2009-11-05 11:15:25来源:网友推荐    作者:

   

作者:许知远

  “每一个细节都必须完美。”一位中国新闻出版总署的高级官员在十月视察法兰克福书展的中国展台时说。他的机构掌管着中国的将近六百家出版社,还有很多私人出版机构以及相关事务。权力是至高点,而金钱是润滑剂。私人企业更富有、更高效,但它们仅仅是寄生的,它必须向国有出版社购买出版权。这将近六百家出版社中的一些已在过去几年中被重新划入八十余家传媒集团中,人们喜欢用“航空母舰”来形容这些巨型公司,除去不断的兼并,它们要积极上市。它们给人最突出的印象是,不仅要保留住国营出版业的官僚机制,还要获取最大份额的市场利润。二OO八年,这些出版社一共出版了将近二十八万种书籍。这并不意味着出版署能控制所有的书籍的内容,但是所有出版者都知道游戏规则,哪些题目是敏感、不能触及的。这是多年的经验、教训所赐。

  这位高级官员的警告,是再普遍不过的官僚文化的流露。官员们从不发出具体而明确的指令,语气笼统、强硬。所有人都不清楚,哪些细节才算出错,只能用更偏执的谨慎来执行。在绝大多数情况下,它导致的结果是,压倒一切的稳定与平庸。既然每个细节都是平庸的,它只有依靠规模来引人注意。半军事化是最经常采用的手段。因为在军事行动中,最不需要考虑成本。

  军事化的方式获取了体育上的成功,现在则准备将体育上的方式引入文化。“出版界奥运会”,中国媒体这样描述法兰克福的书展。中国政府组建了一个超过两千人的代表团,既有名声响亮的作家、学者,也有出版界人士,经挑细选了三十二家出版社作为重点推荐。修建起六百平米的展馆,批量翻译中文作品,总投资超过一千五百万美元。再没有一个主宾国像中国这样阔绰,他们的领导人或许会到场演讲,但是他们的政府没有这样富有。更重要的,文化活动更多是私人机构的行为,出版机构和文化机构有他们自己的议程,政府只能提供某种支持,却难以主导它们。北京出版界的官员们一定对二零零五年北京书展的冷场记忆犹新,中国购买了六百本德文书版权,德方却只购买了一本中文版权。而现在,它要平等和西方对话,如果可能,就嗓门再大些。

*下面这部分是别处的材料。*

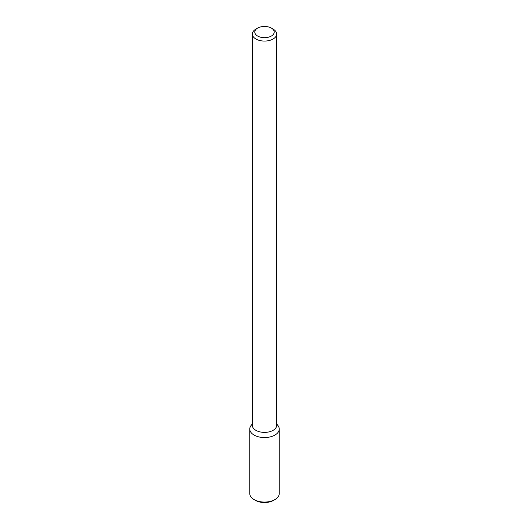 <?xml version="1.0" encoding="UTF-8"?>
<svg xmlns="http://www.w3.org/2000/svg" width="529" height="529" viewBox="0 0 529 529"><rect width="100%" height="100%" fill="white"/><g stroke="black" fill="none" stroke-linecap="round" stroke-linejoin="round"><path stroke-width="0.79" d="M279.246 429.039A14.746 8.517 180 0 0 277.963 425.567L276.654 423.874L277.963 425.567A14.746 8.517 180 0 1 274.928 435.063A14.746 8.517 180 0 1 256.135 436.055A14.746 8.517 180 0 1 251.037 425.567A14.746 8.517 180 0 0 249.754 429.039L249.754 493.55A14.746 8.517 180 0 0 254.072 499.574A14.746 8.517 180 0 0 274.928 499.574L274.928 499.574A14.746 8.517 180 0 0 279.246 493.55L279.246 429.039A14.746 8.517 180 0 1 274.928 435.063A14.746 8.517 180 0 1 258.853 436.908A14.746 8.517 180 0 1 249.754 429.039M273.096 430.335A12.154 7.016 180 0 1 259.851 431.856A12.154 7.016 180 0 1 252.346 425.376A12.154 7.016 180 0 0 259.851 431.856A12.154 7.016 180 0 0 273.096 430.335A12.154 7.016 180 0 0 276.654 425.376A12.154 7.016 180 0 1 273.096 430.335M273.096 39.014A12.154 7.016 180 0 1 259.851 40.535A12.154 7.016 180 0 1 252.346 34.048A12.154 7.016 180 0 1 255.904 29.088A12.154 7.016 180 0 0 252.346 34.048L252.346 425.376L252.346 34.048A12.154 7.016 180 0 0 259.851 40.535A12.154 7.016 180 0 0 273.096 39.014A12.154 7.016 180 0 0 276.654 34.048A12.154 7.016 180 0 1 273.096 39.014M273.096 29.088A12.154 7.016 180 0 1 276.654 34.048L276.654 425.376L276.654 34.048A12.154 7.016 180 0 0 273.096 29.088L271.377 28.097A9.727 5.614 180 0 1 271.377 36.032A9.727 5.614 180 0 1 257.623 36.032A9.727 5.614 180 0 1 257.623 28.097A9.727 5.614 180 0 1 271.377 28.097A9.727 5.614 180 0 1 271.377 36.032A9.727 5.614 180 0 1 257.623 36.032A9.727 5.614 180 0 1 257.623 28.097A9.727 5.614 180 0 1 271.377 28.097L273.096 29.088M273.493 500.401L274.928 499.574L273.493 500.401A12.722 7.346 180 0 1 255.507 500.401L254.072 499.574M252.346 423.874L251.037 425.567L252.346 423.874M257.623 28.097L255.904 29.088L257.623 28.097"/></g></svg>

  不过,并非每个细节都很完美。事实上,正式书展前一个月的中德研讨会,中国政府被推向了一个极为尴尬的地位。研讨会的组织者,既邀请了中国官方的作家代表团,还邀请了一些独立中国作家、学者,其中两位是著名的异议作家戴晴与贝岭,他们因为二十年前的天安门事件而受牵连。由于北京的压力,德国组织者又退回了对两位的邀请,德国媒体随即一片声讨——书展组织者迫于政治压力,而压制言论自由。这是一个敏感年份,柏林墙倒塌二十年,天安门悲剧二十年,它们都很容易为其赋予象征意义。就像书展的一位组织者慌乱中所说的,他们要被钉在历史的耻辱柱上了。

  组织者再次改变态度,两位异议作家最终出场。但在研讨会上,因为不满德国媒体对两位异议作家的过度热衷,官方代表团的作家们又集体退场,在德方组织者的反复道歉之下,他们又回到会场。

  现场的细节已难还原,但邀请、撤消邀请、出场、退场,几个回合最终让这场书展前最重要的研讨会变成了一场闹剧。它给人这样一种印象,中国不仅要输出玩具、冰箱、服装、文化,还要输出审查制度。这也并非第一次,在二OO四年的巴黎书展上,作为主宾国的中国,也试图说服法国人不要邀请高行健,尽管后者是第一位用中文写作而获得诺贝尔奖的作家,而且加入了法国国籍。中国官员们似乎既不认为他给中国带来了荣誉,又多少觉得他仍属于中国的管辖。

  在一个局外人看来,这场闹剧意味着中国政府仍固守一个极权体制思维,一些德国评论者把中国与二十多年前的东德相提评论。它更像是低效与僵化的反应机制。它有极权的外衣与腔调,却不复昔日极端的冷酷与强硬。戴晴还是顺利出境,并发表演讲,历史学家秦晖的会场见闻则在网络上广为流传。自始至终,我们没有看到中国政府的明确表态,他们不希望什么人参加,也没人说的清中国政府到底是谁,它是新闻出版署、作家协会、宣传部还是某个更庞大、暧昧不清的力量。它像是一台无人驾驶的机器,因为没有来自中枢的明确指令,所以每个部门都在发出指令,或仅仅下意识地传递另一个部门的指令,这些指令总是遵循着既有思维,这个政党和政权在它最强大和富有朝气的时候,创造了一套组织文化,它的影响绵延至今。当有人发现指令错误或前后矛盾时,又没有任何力量准备纠正。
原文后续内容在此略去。